BEGIN Supplied data
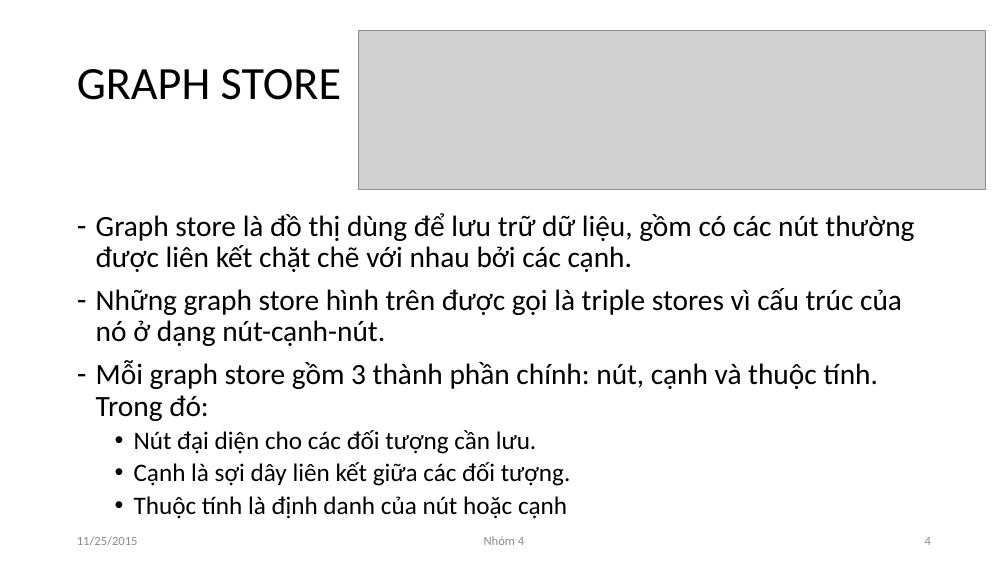
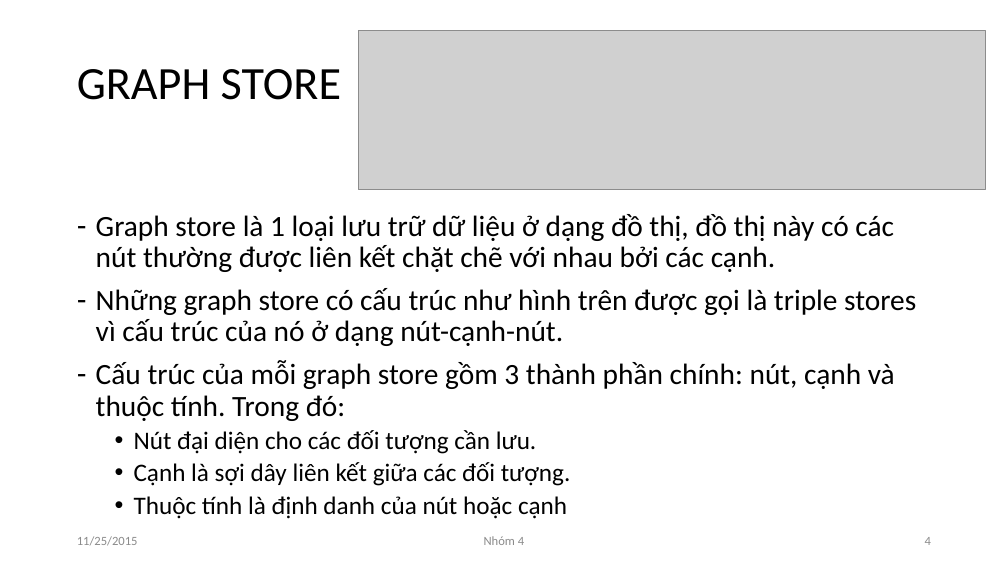
Before and after one commit to NguyenDucHoangLong/Group_4_HTTTHD, a slide deck: slide 4 of Document/Seminar/Slide/N04_SlideThuyetTrinh_v1.pptx. Drawn at 1008x567 pixels with LibreOffice and Linux fonts; fonts in the diff are those of the drawing; grey boxes stand for pictures. Boxes give left, top, right and bottom in pixels: in the first picture for what was removed or moved away, otherwise in the second. Text is boxed around its words. In the diff, an @@ line names an element or a change of style, - is before the commit and + after.

```diff
--- a/Document/Seminar/Slide/N04_SlideThuyetTrinh_v1.pptx
+++ b/Document/Seminar/Slide/N04_SlideThuyetTrinh_v1.pptx
@@ text at [96,214,916,421]: text changed @@
-– Graph store là đồ thị dùng để lưu trữ dữ liệu, gồm có các nút thường được liên kết chặt chẽ với nhau bởi các cạnh.
-– Những graph store hình trên được gọi là triple stores vì cấu trúc của nó ở dạng nút-cạnh-nút.
-– Mỗi graph store gồm 3 thành phần chính: nút, cạnh và thuộc tính. Trong đó:
+– Graph store là 1 loại lưu trữ dữ liệu ở dạng đồ thị, đồ thị này có các nút thường được liên kết chặt chẽ với nhau bởi các cạnh.
+– Những graph store có cấu trúc như hình trên được gọi là triple stores vì cấu trúc của nó ở dạng nút-cạnh-nút.
+– Cấu trúc của mỗi graph store gồm 3 thành phần chính: nút, cạnh và thuộc tính. Trong đó:
```
Also in this commit, not shown: 6 other slides changed.
END Supplied data
Description of the task: Restate the data above word for word, omitting every picture.

Task answer:
Before and after one commit to NguyenDucHoangLong/Group_4_HTTTHD, a slide deck: slide 4 of Document/Seminar/Slide/N04_SlideThuyetTrinh_v1.pptx. Drawn at 1008x567 pixels with LibreOffice and Linux fonts; fonts in the diff are those of the drawing; grey boxes stand for pictures. Boxes give left, top, right and bottom in pixels: in the first picture for what was removed or moved away, otherwise in the second. Text is boxed around its words. In the diff, an @@ line names an element or a change of style, - is before the commit and + after.

```diff
--- a/Document/Seminar/Slide/N04_SlideThuyetTrinh_v1.pptx
+++ b/Document/Seminar/Slide/N04_SlideThuyetTrinh_v1.pptx
@@ text at [96,214,916,421]: text changed @@
-– Graph store là đồ thị dùng để lưu trữ dữ liệu, gồm có các nút thường được liên kết chặt chẽ với nhau bởi các cạnh.
-– Những graph store hình trên được gọi là triple stores vì cấu trúc của nó ở dạng nút-cạnh-nút.
-– Mỗi graph store gồm 3 thành phần chính: nút, cạnh và thuộc tính. Trong đó:
+– Graph store là 1 loại lưu trữ dữ liệu ở dạng đồ thị, đồ thị này có các nút thường được liên kết chặt chẽ với nhau bởi các cạnh.
+– Những graph store có cấu trúc như hình trên được gọi là triple stores vì cấu trúc của nó ở dạng nút-cạnh-nút.
+– Cấu trúc của mỗi graph store gồm 3 thành phần chính: nút, cạnh và thuộc tính. Trong đó:
```
Also in this commit, not shown: 6 other slides changed.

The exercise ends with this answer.